La crainte d'une « guerre de l'IA »
L’administration Trump a ordonné la semaine dernière à la start-up américaine d’intelligence artificielle Anthropic de suspendre à « tout ressortissant étranger » l’accès à ses deux modèles les plus puissants, Claude Fable 5 et Mythos 5, invoquant la « sécurité nationale ».
Cette injonction de Washington a fait réagir plusieurs candidats déclarés ou potentiels à la présidentielle, de Jordan Bardella à Jean-Luc Mélenchon en passant par Gabriel Attal, Édouard Philippe et Bruno Retailleau. Ils ont alerté contre une « guerre de l’IA », et le besoin d’indépendance face aux États-Unis.
Pour inciter l’État français à recourir à l’intelligence artificielle, en espérant faire en même temps des économies, Sébastien Lecornu prévient que la « capacité » des ministères à utiliser l’IA « sera désormais prise en compte dans les arbitrages budgétaires ».

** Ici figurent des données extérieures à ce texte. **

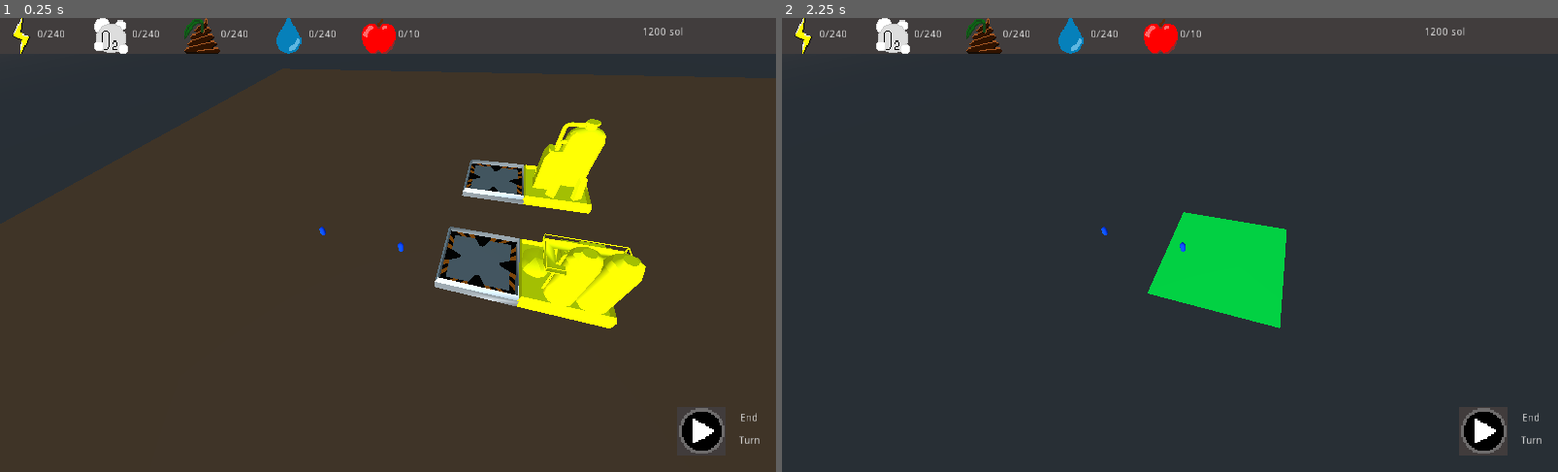
Above: before the commit, frames 1-2 (left to right).
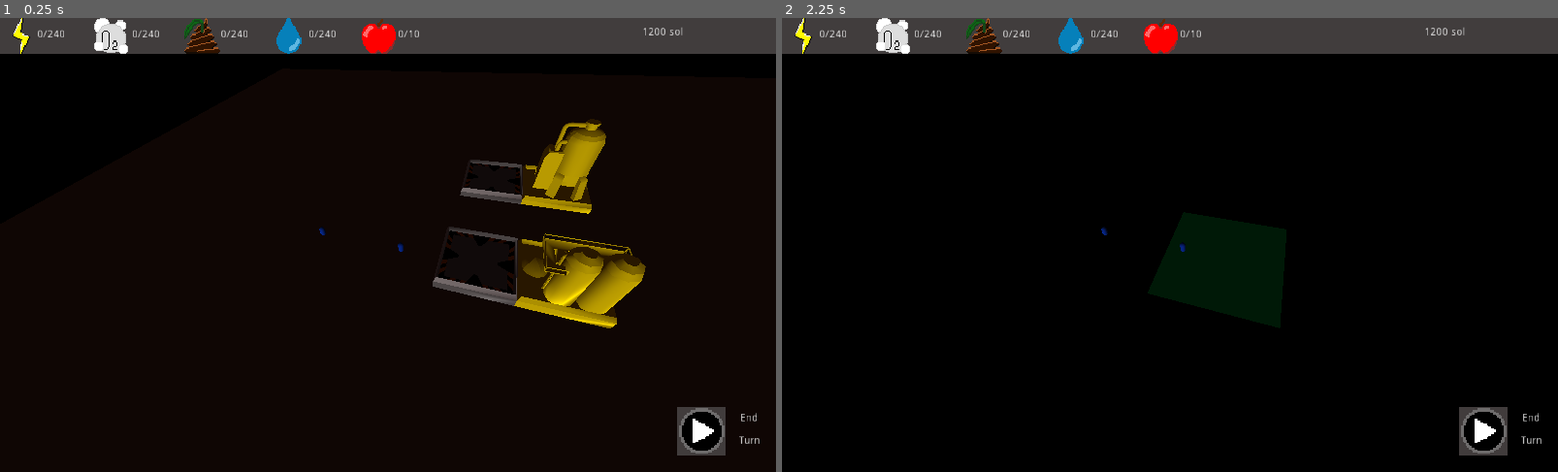
Above: after the commit, the same moments.

Repository: AngryCyboot/LD52
Game: Godot game, scene res://Scènes/Scene principale.tscn
The game is run twice, just before and just after one commit, with the same random seed, the same clock (stepped at 60 frames per second) and the same inputs.
Inputs (mouse positions are in pixels of both pictures, inside the frame that each line leads up to):
- Up to frame 1 (0.25 s): no input
- Up to frame 2 (2.25 s): tap Enter at 0.5, 2 s; move the mouse to (1340, 222) at 0.52 s; hold D 0.53-1.28 s; tap I at 0.6, 1.35 s; click (1340, 222) at 0.67 s; tap Space at 1.25 s; move the mouse to (1014, 267) at 1.27 s; hold A 1.28-2.03 s; move the mouse to (1247, 145) at 2.02 s; hold D from 2.03 s (still down); tap Tab at 2.1 s

The runs differ from the first frame. In frame 1, 91% of the frame differs, in the area x 0-100%, y 7-100%; in frame 2, 91%.

Commit message:
improved activable building

Diff:
--- a/GodotFiles/Scènes/Base.tscn
+++ b/GodotFiles/Scènes/Base.tscn
@@ -25,6 +25,8 @@
 material/0 = ExtResource( 2 )
 
 [node name="StaticBody" type="StaticBody" parent="Terre" index="0"]
+collision_layer = 2
+collision_mask = 2
 
 [node name="CollisionShape" type="CollisionShape" parent="Terre/StaticBody" index="0"]
 shape = SubResource( 2 )
--- a/GodotFiles/Scènes/Batiment.tscn
+++ b/GodotFiles/Scènes/Batiment.tscn
@@ -1,13 +1,43 @@
-[gd_scene load_steps=4 format=2]
+[gd_scene load_steps=7 format=2]
 
 [ext_resource path="res://scripts/Batiment.gd" type="Script" id=1]
 [ext_resource path="res://materials et shaders/Batiment/Active.tres" type="Material" id=2]
+[ext_resource path="res://Scènes/Building/Placement.tscn" type="PackedScene" id=3]
+[ext_resource path="res://Scènes/PlacementArea.gd" type="Script" id=4]
 
 [sub_resource type="CubeMesh" id=1]
 material = ExtResource( 2 )
 size = Vector3( 1, 1, 1 )
 
+[sub_resource type="BoxShape" id=2]
+extents = Vector3( 3, 2, 3 )
+
 [node name="Batiment" type="MeshInstance"]
 transform = Transform( 1, 0, 0, 0, 1, 0, 0, 0, 1, 0, 0.5, 0 )
 mesh = SubResource( 1 )
 script = ExtResource( 1 )
+
+[node name="Placement" parent="." instance=ExtResource( 3 )]
+transform = Transform( 1, 0, 0, 0, 1, 0, 0, 0, 1, -6, 0, 0 )
+
+[node name="SpotLight" type="SpotLight" parent="."]
+transform = Transform( -4.37114e-08, -0.34202, -0.939693, 0, 0.939693, -0.34202, 1, -1.49502e-08, -4.10753e-08, -9, 1, 0 )
+visible = false
+light_energy = 6.0
+spot_range = 12.0
+spot_angle = 33.0
+
+[node name="Area" type="Area" parent="."]
+transform = Transform( 1, 0, 0, 0, 1, 0, 0, 0, 1, -6, 0.5, 0 )
+input_ray_pickable = false
+gravity_vec = Vector3( 0, 0, 0 )
+gravity = 0.0
+linear_damp = 0.0
+angular_damp = 0.0
+script = ExtResource( 4 )
+
+[node name="CollisionShape" type="CollisionShape" parent="Area"]
+shape = SubResource( 2 )
+
+[connection signal="body_entered" from="Area" to="." method="body_entered"]
+[connection signal="body_exited" from="Area" to="." method="body_exited"]
--- a/GodotFiles/Scènes/Building/OxyRecycler.tscn
+++ b/GodotFiles/Scènes/Building/OxyRecycler.tscn
@@ -1,13 +1,9 @@
-[gd_scene load_steps=5 format=2]
+[gd_scene load_steps=4 format=2]
 
 [ext_resource path="res://models/OxyRecycler.obj" type="ArrayMesh" id=1]
 [ext_resource path="res://materials et shaders/LowPolyMat.tres" type="Material" id=2]
 [ext_resource path="res://Scènes/Batiment.tscn" type="PackedScene" id=3]
-[ext_resource path="res://Scènes/Building/Placement.tscn" type="PackedScene" id=4]
 
 [node name="OxyRecycler" instance=ExtResource( 3 )]
 mesh = ExtResource( 1 )
 activeMaterial = ExtResource( 2 )
-
-[node name="Placement" parent="." index="0" instance=ExtResource( 4 )]
-transform = Transform( 1, 0, 0, 0, 1, 0, 0, 0, 1, -5.80125, 0, 0 )
--- a/GodotFiles/Scènes/Building/WaterRecycler.tscn
+++ b/GodotFiles/Scènes/Building/WaterRecycler.tscn
@@ -1,13 +1,9 @@
-[gd_scene load_steps=5 format=2]
+[gd_scene load_steps=4 format=2]
 
 [ext_resource path="res://Scènes/Batiment.tscn" type="PackedScene" id=1]
-[ext_resource path="res://Scènes/Building/Placement.tscn" type="PackedScene" id=2]
 [ext_resource path="res://materials et shaders/LowPolyMat.tres" type="Material" id=3]
 [ext_resource path="res://models/WaterRecycler.obj" type="ArrayMesh" id=4]
 
 [node name="WaterRecycler" instance=ExtResource( 1 )]
 mesh = ExtResource( 4 )
 activeMaterial = ExtResource( 3 )
-
-[node name="Placement" parent="." index="0" instance=ExtResource( 2 )]
-transform = Transform( 1, 0, 0, 0, 1, 0, 0, 0, 1, -5.85835, 0, 0 )
--- /dev/null
+++ b/GodotFiles/Scènes/PlacementArea.gd
@@ -0,0 +1,15 @@
+extends Area
+
+
+# Declare member variables here. Examples:
+# var a: int = 2
+# var b: String = "text"
+
+# Called when the node enters the scene tree for the first time.
+func _ready() -> void:
+	pass # Replace with function body.
+
+
+# Called every frame. 'delta' is the elapsed time since the previous frame.
+#func _process(delta: float) -> void:
+#	pass
--- a/GodotFiles/Scènes/Scene principale.tscn
+++ b/GodotFiles/Scènes/Scene principale.tscn
@@ -16,6 +16,7 @@
 [node name="UI" parent="Camera" instance=ExtResource( 5 )]
 
 [node name="DirectionalLight" type="DirectionalLight" parent="."]
+light_energy = 0.56
 
 [node name="Survivant" parent="." instance=ExtResource( 2 )]
 transform = Transform( 1, 0, 0, 0, 1, 0, 0, 0, 1, -3.54625, 0, 0 )
--- a/GodotFiles/default_env.tres
+++ b/GodotFiles/default_env.tres
@@ -3,5 +3,8 @@
 [sub_resource type="ProceduralSky" id=1]
 
 [resource]
-background_mode = 2
+background_mode = 1
 background_sky = SubResource( 1 )
+ambient_light_color = Color( 0.92549, 0.584314, 0.584314, 1 )
+ambient_light_energy = 0.17
+ambient_light_sky_contribution = 0.0
--- a/GodotFiles/scripts/Batiment.gd
+++ b/GodotFiles/scripts/Batiment.gd
@@ -1,8 +1,12 @@
 extends MeshInstance
+
 export (Material) var damageMaterial = preload("res://materials et shaders/Batiment/Damage.tres")
 export (Material) var activeMaterial = preload("res://materials et shaders/Batiment/Active.tres")
 export (Material) var idleMaterial = preload("res://materials et shaders/Batiment/Idle.tres")
-var status = "active"
+
+var active = false
+var damage = false
+var survivors = 0
 
 func _input(event):
 	if event is InputEventKey and event.pressed:
@@ -13,26 +17,40 @@
 		if event.scancode == KEY_I:
 			set_inactif()
 
+func body_entered(plop):
+	survivors += 1
+	pass
+
+func body_exited(plop):
+	survivors -= 1
+	print(survivors)
+	pass
+
 func set_damage(): # Asign damage (red color) to building
 	self.get_mesh().surface_set_material(0,damageMaterial)
-	status = "damage"
+	#status = "damage"
 
 func set_actif(): # Asign active (green color) to building
 	self.get_mesh().surface_set_material(0,activeMaterial)
-	status = "active"
+	active = true
+	$SpotLight.visible = active
+	#status = "active"
 
 func set_inactif(): # Asign idle (yellow color) to building
+	self.get_mesh().surface_set_material(0,idleMaterial)
+	active = false
+	$SpotLight.visible = active
+	#status = "idle"
 
-	self.get_mesh().surface_set_material(0,idleMaterial)
-	status = "idle"
-
-func status():
-	return status
-
-
+#func status():
+	#return status
 
 func _ready():
 	set_inactif()
 
-#func _process(delta):
-#	pass
+func _process(delta):
+	if survivors > 0 :
+		set_actif()
+	else:
+		set_inactif()
+	pass

Fonction publique : un outil conversationnel d'IA généralisé pour 1 million d'agents
Le gouvernement va généraliser un agent conversationnel utilisant l'intelligence artificielle pour environ un million d'agents de la fonction publique de l'État, a annoncé mardi le ministère de l'Action et des Comptes publics.
Cet agent conversationnel alimenté par les modèles de la start-up d'intelligence artificielle Mistral va être rendu accessible aux agents après une expérimentation de plusieurs mois pour 10 000 d'entre eux, a détaillé le cabinet du ministre de l'Action et des Comptes publics David Amiel, lors d'un briefing avec la presse.
Le coût de cette généralisation est estimé à 700 000 euros environ, incluant l'accès aux modèles de Mistral, a précisé le cabinet.
« Faire des économies »
« Chaque ministère devra démontrer comment il utilise l’intelligence artificielle pour simplifier les démarches, améliorer le service rendu aux Français et réduire les tâches inutiles », explique-t-il. « Et donc, faire des économies sans diminuer la qualité du service public ».
Les ministères de la Justice et de l’Intérieur disposeront « dès cette année » des technologies « les plus avancées » dans l’IA, par le portail GenIAl, déjà utilisé par celui des Armées, afin de « traiter des données sensibles » ou par exemple « accélérer le traitement des visas ».
Un « assistant santé public » pour l'Assurance maladie
En matière de santé, le site Ameli de l’Assurance maladie disposera d’un « assistant santé public » à base d’intelligence artificielle pour mieux guider les patients qui pourront ainsi « confier leurs données de santé à une IA gérée par l’Assurance maladie et non à une entreprise étrangère ».
Sébastien Lecornu promet également un meilleur accès aux données publiques, par exemple démographiques, économiques, géographiques et administratives, sur une « nouvelle plateforme publique dédiée à l’IA ».